**Exercise directions**
Each record, in full, must be restated word for word.

**Input data**

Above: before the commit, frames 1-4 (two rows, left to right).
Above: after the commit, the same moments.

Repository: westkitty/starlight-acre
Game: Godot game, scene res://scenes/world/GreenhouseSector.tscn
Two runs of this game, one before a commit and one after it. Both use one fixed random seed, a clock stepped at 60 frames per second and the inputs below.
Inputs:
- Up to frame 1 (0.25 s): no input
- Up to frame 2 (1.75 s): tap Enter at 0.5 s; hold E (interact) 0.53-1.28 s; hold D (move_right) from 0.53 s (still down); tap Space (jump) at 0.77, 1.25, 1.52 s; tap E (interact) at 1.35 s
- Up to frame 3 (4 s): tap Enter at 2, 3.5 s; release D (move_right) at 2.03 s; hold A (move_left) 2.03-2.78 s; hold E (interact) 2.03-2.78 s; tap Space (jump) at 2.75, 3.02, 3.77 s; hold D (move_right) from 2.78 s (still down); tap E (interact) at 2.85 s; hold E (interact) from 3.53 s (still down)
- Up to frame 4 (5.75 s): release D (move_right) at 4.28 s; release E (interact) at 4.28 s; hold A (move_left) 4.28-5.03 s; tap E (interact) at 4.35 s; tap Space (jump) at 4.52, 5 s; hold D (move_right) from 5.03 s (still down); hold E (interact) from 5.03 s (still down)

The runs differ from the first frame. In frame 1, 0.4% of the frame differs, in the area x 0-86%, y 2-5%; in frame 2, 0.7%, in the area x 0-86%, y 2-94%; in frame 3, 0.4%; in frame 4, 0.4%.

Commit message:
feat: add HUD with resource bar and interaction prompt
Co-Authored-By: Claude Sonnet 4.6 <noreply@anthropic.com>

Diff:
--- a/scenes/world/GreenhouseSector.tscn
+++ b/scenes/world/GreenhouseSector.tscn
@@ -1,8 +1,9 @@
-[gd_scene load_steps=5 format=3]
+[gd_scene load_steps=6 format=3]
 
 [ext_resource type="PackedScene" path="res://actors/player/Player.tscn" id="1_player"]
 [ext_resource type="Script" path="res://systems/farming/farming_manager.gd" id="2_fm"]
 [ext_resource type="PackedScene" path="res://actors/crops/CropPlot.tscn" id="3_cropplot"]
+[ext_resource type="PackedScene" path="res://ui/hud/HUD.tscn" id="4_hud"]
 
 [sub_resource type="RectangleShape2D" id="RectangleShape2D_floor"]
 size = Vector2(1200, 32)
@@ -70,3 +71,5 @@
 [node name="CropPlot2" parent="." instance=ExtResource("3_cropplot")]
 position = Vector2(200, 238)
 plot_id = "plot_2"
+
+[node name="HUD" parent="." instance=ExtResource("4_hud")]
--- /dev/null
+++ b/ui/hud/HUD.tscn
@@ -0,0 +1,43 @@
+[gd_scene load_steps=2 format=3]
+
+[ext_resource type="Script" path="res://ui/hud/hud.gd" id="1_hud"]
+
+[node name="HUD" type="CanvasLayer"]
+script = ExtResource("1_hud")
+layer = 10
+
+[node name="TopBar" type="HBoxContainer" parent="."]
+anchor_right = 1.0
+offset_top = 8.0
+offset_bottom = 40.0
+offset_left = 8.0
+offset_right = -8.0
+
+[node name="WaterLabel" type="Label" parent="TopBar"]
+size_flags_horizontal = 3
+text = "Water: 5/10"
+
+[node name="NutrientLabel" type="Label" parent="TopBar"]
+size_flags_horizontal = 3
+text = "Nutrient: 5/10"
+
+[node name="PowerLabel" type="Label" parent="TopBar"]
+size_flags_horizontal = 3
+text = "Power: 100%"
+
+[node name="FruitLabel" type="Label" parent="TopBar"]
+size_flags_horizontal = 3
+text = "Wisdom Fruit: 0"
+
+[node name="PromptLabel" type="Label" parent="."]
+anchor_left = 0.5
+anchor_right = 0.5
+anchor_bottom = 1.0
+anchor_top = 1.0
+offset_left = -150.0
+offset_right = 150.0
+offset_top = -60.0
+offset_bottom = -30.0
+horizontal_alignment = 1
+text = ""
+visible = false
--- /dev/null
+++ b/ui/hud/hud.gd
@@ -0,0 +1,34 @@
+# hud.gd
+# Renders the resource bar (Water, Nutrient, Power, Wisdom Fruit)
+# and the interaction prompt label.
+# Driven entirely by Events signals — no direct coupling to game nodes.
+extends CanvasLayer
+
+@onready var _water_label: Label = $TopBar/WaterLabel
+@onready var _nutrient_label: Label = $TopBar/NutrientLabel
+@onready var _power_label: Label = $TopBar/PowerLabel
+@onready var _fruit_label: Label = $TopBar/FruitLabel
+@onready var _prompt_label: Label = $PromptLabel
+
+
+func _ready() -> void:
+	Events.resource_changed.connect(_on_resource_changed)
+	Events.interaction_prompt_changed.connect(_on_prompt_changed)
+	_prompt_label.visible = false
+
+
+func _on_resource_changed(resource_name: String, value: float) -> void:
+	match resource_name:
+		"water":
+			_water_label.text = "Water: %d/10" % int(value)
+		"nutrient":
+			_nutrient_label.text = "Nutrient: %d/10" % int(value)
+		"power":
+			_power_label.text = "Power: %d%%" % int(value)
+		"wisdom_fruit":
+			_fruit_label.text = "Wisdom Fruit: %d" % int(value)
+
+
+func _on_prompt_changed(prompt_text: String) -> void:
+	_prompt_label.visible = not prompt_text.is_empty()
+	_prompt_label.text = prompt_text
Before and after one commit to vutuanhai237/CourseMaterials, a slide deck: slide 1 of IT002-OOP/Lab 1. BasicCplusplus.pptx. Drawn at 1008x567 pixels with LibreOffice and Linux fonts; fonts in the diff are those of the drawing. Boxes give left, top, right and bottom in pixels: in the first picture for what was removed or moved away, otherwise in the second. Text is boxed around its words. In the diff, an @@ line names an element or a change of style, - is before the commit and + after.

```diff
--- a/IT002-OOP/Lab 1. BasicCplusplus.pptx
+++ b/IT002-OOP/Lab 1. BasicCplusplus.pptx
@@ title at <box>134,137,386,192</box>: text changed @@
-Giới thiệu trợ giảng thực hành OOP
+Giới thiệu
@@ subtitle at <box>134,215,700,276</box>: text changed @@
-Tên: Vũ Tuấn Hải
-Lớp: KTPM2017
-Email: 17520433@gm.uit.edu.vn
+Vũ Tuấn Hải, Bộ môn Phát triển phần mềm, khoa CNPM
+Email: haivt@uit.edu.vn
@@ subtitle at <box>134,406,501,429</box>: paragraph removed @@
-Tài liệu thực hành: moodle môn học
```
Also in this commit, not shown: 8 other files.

**Response**
Above: before the commit, frames 1-4 (two rows, left to right).
Above: after the commit, the same moments.

Repository: westkitty/starlight-acre
Game: Godot game, scene res://scenes/world/GreenhouseSector.tscn
Two runs of this game, one before a commit and one after it. Both use one fixed random seed, a clock stepped at 60 frames per second and the inputs below.
Inputs:
- Up to frame 1 (0.25 s): no input
- Up to frame 2 (1.75 s): tap Enter at 0.5 s; hold E (interact) 0.53-1.28 s; hold D (move_right) from 0.53 s (still down); tap Space (jump) at 0.77, 1.25, 1.52 s; tap E (interact) at 1.35 s
- Up to frame 3 (4 s): tap Enter at 2, 3.5 s; release D (move_right) at 2.03 s; hold A (move_left) 2.03-2.78 s; hold E (interact) 2.03-2.78 s; tap Space (jump) at 2.75, 3.02, 3.77 s; hold D (move_right) from 2.78 s (still down); tap E (interact) at 2.85 s; hold E (interact) from 3.53 s (still down)
- Up to frame 4 (5.75 s): release D (move_right) at 4.28 s; release E (interact) at 4.28 s; hold A (move_left) 4.28-5.03 s; tap E (interact) at 4.35 s; tap Space (jump) at 4.52, 5 s; hold D (move_right) from 5.03 s (still down); hold E (interact) from 5.03 s (still down)

The runs differ from the first frame. In frame 1, 0.4% of the frame differs, in the area x 0-86%, y 2-5%; in frame 2, 0.7%, in the area x 0-86%, y 2-94%; in frame 3, 0.4%; in frame 4, 0.4%.

Commit message:
feat: add HUD with resource bar and interaction prompt
Co-Authored-By: Claude Sonnet 4.6 <noreply@anthropic.com>

Diff:
--- a/scenes/world/GreenhouseSector.tscn
+++ b/scenes/world/GreenhouseSector.tscn
@@ -1,8 +1,9 @@
-[gd_scene load_steps=5 format=3]
+[gd_scene load_steps=6 format=3]
 
 [ext_resource type="PackedScene" path="res://actors/player/Player.tscn" id="1_player"]
 [ext_resource type="Script" path="res://systems/farming/farming_manager.gd" id="2_fm"]
 [ext_resource type="PackedScene" path="res://actors/crops/CropPlot.tscn" id="3_cropplot"]
+[ext_resource type="PackedScene" path="res://ui/hud/HUD.tscn" id="4_hud"]
 
 [sub_resource type="RectangleShape2D" id="RectangleShape2D_floor"]
 size = Vector2(1200, 32)
@@ -70,3 +71,5 @@
 [node name="CropPlot2" parent="." instance=ExtResource("3_cropplot")]
 position = Vector2(200, 238)
 plot_id = "plot_2"
+
+[node name="HUD" parent="." instance=ExtResource("4_hud")]
--- /dev/null
+++ b/ui/hud/HUD.tscn
@@ -0,0 +1,43 @@
+[gd_scene load_steps=2 format=3]
+
+[ext_resource type="Script" path="res://ui/hud/hud.gd" id="1_hud"]
+
+[node name="HUD" type="CanvasLayer"]
+script = ExtResource("1_hud")
+layer = 10
+
+[node name="TopBar" type="HBoxContainer" parent="."]
+anchor_right = 1.0
+offset_top = 8.0
+offset_bottom = 40.0
+offset_left = 8.0
+offset_right = -8.0
+
+[node name="WaterLabel" type="Label" parent="TopBar"]
+size_flags_horizontal = 3
+text = "Water: 5/10"
+
+[node name="NutrientLabel" type="Label" parent="TopBar"]
+size_flags_horizontal = 3
+text = "Nutrient: 5/10"
+
+[node name="PowerLabel" type="Label" parent="TopBar"]
+size_flags_horizontal = 3
+text = "Power: 100%"
+
+[node name="FruitLabel" type="Label" parent="TopBar"]
+size_flags_horizontal = 3
+text = "Wisdom Fruit: 0"
+
+[node name="PromptLabel" type="Label" parent="."]
+anchor_left = 0.5
+anchor_right = 0.5
+anchor_bottom = 1.0
+anchor_top = 1.0
+offset_left = -150.0
+offset_right = 150.0
+offset_top = -60.0
+offset_bottom = -30.0
+horizontal_alignment = 1
+text = ""
+visible = false
--- /dev/null
+++ b/ui/hud/hud.gd
@@ -0,0 +1,34 @@
+# hud.gd
+# Renders the resource bar (Water, Nutrient, Power, Wisdom Fruit)
+# and the interaction prompt label.
+# Driven entirely by Events signals — no direct coupling to game nodes.
+extends CanvasLayer
+
+@onready var _water_label: Label = $TopBar/WaterLabel
+@onready var _nutrient_label: Label = $TopBar/NutrientLabel
+@onready var _power_label: Label = $TopBar/PowerLabel
+@onready var _fruit_label: Label = $TopBar/FruitLabel
+@onready var _prompt_label: Label = $PromptLabel
+
+
+func _ready() -> void:
+	Events.resource_changed.connect(_on_resource_changed)
+	Events.interaction_prompt_changed.connect(_on_prompt_changed)
+	_prompt_label.visible = false
+
+
+func _on_resource_changed(resource_name: String, value: float) -> void:
+	match resource_name:
+		"water":
+			_water_label.text = "Water: %d/10" % int(value)
+		"nutrient":
+			_nutrient_label.text = "Nutrient: %d/10" % int(value)
+		"power":
+			_power_label.text = "Power: %d%%" % int(value)
+		"wisdom_fruit":
+			_fruit_label.text = "Wisdom Fruit: %d" % int(value)
+
+
+func _on_prompt_changed(prompt_text: String) -> void:
+	_prompt_label.visible = not prompt_text.is_empty()
+	_prompt_label.text = prompt_text
Before and after one commit to vutuanhai237/CourseMaterials, a slide deck: slide 1 of IT002-OOP/Lab 1. BasicCplusplus.pptx. Drawn at 1008x567 pixels with LibreOffice and Linux fonts; fonts in the diff are those of the drawing. Boxes give left, top, right and bottom in pixels: in the first picture for what was removed or moved away, otherwise in the second. Text is boxed around its words. In the diff, an @@ line names an element or a change of style, - is before the commit and + after.

```diff
--- a/IT002-OOP/Lab 1. BasicCplusplus.pptx
+++ b/IT002-OOP/Lab 1. BasicCplusplus.pptx
@@ title at <box>134,137,386,192</box>: text changed @@
-Giới thiệu trợ giảng thực hành OOP
+Giới thiệu
@@ subtitle at <box>134,215,700,276</box>: text changed @@
-Tên: Vũ Tuấn Hải
-Lớp: KTPM2017
-Email: 17520433@gm.uit.edu.vn
+Vũ Tuấn Hải, Bộ môn Phát triển phần mềm, khoa CNPM
+Email: haivt@uit.edu.vn
@@ subtitle at <box>134,406,501,429</box>: paragraph removed @@
-Tài liệu thực hành: moodle môn học
```
Also in this commit, not shown: 8 other files.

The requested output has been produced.